#### [WHAT YOU HAVE TO DO]
Every line below is to be quoted exactly, with nothing added or dropped.
####
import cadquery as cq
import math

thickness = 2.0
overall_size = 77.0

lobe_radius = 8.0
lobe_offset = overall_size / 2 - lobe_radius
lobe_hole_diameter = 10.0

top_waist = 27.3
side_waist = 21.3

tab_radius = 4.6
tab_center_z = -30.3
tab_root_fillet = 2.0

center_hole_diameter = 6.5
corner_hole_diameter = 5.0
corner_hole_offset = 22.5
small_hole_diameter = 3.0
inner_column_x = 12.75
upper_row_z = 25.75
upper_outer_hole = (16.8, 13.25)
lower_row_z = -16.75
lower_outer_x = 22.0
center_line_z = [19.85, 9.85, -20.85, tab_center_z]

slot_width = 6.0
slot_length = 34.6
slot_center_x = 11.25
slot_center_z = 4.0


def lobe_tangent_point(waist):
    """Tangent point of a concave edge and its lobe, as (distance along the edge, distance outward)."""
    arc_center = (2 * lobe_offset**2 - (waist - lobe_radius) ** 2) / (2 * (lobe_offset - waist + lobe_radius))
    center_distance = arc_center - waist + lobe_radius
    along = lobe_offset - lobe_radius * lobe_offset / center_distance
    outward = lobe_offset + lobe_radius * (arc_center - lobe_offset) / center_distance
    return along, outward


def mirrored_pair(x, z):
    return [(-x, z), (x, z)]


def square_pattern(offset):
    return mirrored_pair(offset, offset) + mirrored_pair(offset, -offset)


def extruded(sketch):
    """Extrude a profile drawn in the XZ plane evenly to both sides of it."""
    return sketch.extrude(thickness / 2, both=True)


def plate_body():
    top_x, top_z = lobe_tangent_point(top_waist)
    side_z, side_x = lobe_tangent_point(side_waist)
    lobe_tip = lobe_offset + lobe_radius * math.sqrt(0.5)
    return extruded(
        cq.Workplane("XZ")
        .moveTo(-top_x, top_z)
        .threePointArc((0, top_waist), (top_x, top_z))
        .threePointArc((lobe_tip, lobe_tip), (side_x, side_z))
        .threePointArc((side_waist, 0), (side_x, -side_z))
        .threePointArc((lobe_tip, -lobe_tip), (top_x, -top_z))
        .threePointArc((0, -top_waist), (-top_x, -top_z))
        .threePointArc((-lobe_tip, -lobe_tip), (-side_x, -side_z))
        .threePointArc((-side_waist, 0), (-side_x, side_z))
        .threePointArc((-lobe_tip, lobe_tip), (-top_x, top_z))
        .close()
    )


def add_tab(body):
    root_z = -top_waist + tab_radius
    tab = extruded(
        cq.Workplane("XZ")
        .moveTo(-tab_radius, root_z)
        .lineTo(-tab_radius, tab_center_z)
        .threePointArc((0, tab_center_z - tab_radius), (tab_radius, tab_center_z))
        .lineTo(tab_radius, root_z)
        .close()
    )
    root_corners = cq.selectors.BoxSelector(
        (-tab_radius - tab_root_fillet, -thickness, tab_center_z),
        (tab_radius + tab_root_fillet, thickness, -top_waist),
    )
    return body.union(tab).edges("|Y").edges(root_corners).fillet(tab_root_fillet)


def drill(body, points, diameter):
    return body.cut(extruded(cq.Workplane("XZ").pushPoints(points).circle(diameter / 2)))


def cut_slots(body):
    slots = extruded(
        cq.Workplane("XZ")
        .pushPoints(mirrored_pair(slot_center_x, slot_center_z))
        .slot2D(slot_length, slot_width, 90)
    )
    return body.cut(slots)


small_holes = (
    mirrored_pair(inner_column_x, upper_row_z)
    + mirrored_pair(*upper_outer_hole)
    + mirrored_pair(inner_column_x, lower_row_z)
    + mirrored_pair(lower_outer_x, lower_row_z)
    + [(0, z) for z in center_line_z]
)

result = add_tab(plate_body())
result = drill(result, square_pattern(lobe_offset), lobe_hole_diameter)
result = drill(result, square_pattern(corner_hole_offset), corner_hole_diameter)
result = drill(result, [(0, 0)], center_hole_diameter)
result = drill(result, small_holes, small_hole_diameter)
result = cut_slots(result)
####
#### [RESPONSE TO THIS EXERCISE]
import cadquery as cq
import math

thickness = 2.0
overall_size = 77.0

lobe_radius = 8.0
lobe_offset = overall_size / 2 - lobe_radius
lobe_hole_diameter = 10.0

top_waist = 27.3
side_waist = 21.3

tab_radius = 4.6
tab_center_z = -30.3
tab_root_fillet = 2.0

center_hole_diameter = 6.5
corner_hole_diameter = 5.0
corner_hole_offset = 22.5
small_hole_diameter = 3.0
inner_column_x = 12.75
upper_row_z = 25.75
upper_outer_hole = (16.8, 13.25)
lower_row_z = -16.75
lower_outer_x = 22.0
center_line_z = [19.85, 9.85, -20.85, tab_center_z]

slot_width = 6.0
slot_length = 34.6
slot_center_x = 11.25
slot_center_z = 4.0


def lobe_tangent_point(waist):
    """Tangent point of a concave edge and its lobe, as (distance along the edge, distance outward)."""
    arc_center = (2 * lobe_offset**2 - (waist - lobe_radius) ** 2) / (2 * (lobe_offset - waist + lobe_radius))
    center_distance = arc_center - waist + lobe_radius
    along = lobe_offset - lobe_radius * lobe_offset / center_distance
    outward = lobe_offset + lobe_radius * (arc_center - lobe_offset) / center_distance
    return along, outward


def mirrored_pair(x, z):
    return [(-x, z), (x, z)]


def square_pattern(offset):
    return mirrored_pair(offset, offset) + mirrored_pair(offset, -offset)


def extruded(sketch):
    """Extrude a profile drawn in the XZ plane evenly to both sides of it."""
    return sketch.extrude(thickness / 2, both=True)


def plate_body():
    top_x, top_z = lobe_tangent_point(top_waist)
    side_z, side_x = lobe_tangent_point(side_waist)
    lobe_tip = lobe_offset + lobe_radius * math.sqrt(0.5)
    return extruded(
        cq.Workplane("XZ")
        .moveTo(-top_x, top_z)
        .threePointArc((0, top_waist), (top_x, top_z))
        .threePointArc((lobe_tip, lobe_tip), (side_x, side_z))
        .threePointArc((side_waist, 0), (side_x, -side_z))
        .threePointArc((lobe_tip, -lobe_tip), (top_x, -top_z))
        .threePointArc((0, -top_waist), (-top_x, -top_z))
        .threePointArc((-lobe_tip, -lobe_tip), (-side_x, -side_z))
        .threePointArc((-side_waist, 0), (-side_x, side_z))
        .threePointArc((-lobe_tip, lobe_tip), (-top_x, top_z))
        .close()
    )


def add_tab(body):
    root_z = -top_waist + tab_radius
    tab = extruded(
        cq.Workplane("XZ")
        .moveTo(-tab_radius, root_z)
        .lineTo(-tab_radius, tab_center_z)
        .threePointArc((0, tab_center_z - tab_radius), (tab_radius, tab_center_z))
        .lineTo(tab_radius, root_z)
        .close()
    )
    root_corners = cq.selectors.BoxSelector(
        (-tab_radius - tab_root_fillet, -thickness, tab_center_z),
        (tab_radius + tab_root_fillet, thickness, -top_waist),
    )
    return body.union(tab).edges("|Y").edges(root_corners).fillet(tab_root_fillet)


def drill(body, points, diameter):
    return body.cut(extruded(cq.Workplane("XZ").pushPoints(points).circle(diameter / 2)))


def cut_slots(body):
    slots = extruded(
        cq.Workplane("XZ")
        .pushPoints(mirrored_pair(slot_center_x, slot_center_z))
        .slot2D(slot_length, slot_width, 90)
    )
    return body.cut(slots)


small_holes = (
    mirrored_pair(inner_column_x, upper_row_z)
    + mirrored_pair(*upper_outer_hole)
    + mirrored_pair(inner_column_x, lower_row_z)
    + mirrored_pair(lower_outer_x, lower_row_z)
    + [(0, z) for z in center_line_z]
)

result = add_tab(plate_body())
result = drill(result, square_pattern(lobe_offset), lobe_hole_diameter)
result = drill(result, square_pattern(corner_hole_offset), corner_hole_diameter)
result = drill(result, [(0, 0)], center_hole_diameter)
result = drill(result, small_holes, small_hole_diameter)
result = cut_slots(result)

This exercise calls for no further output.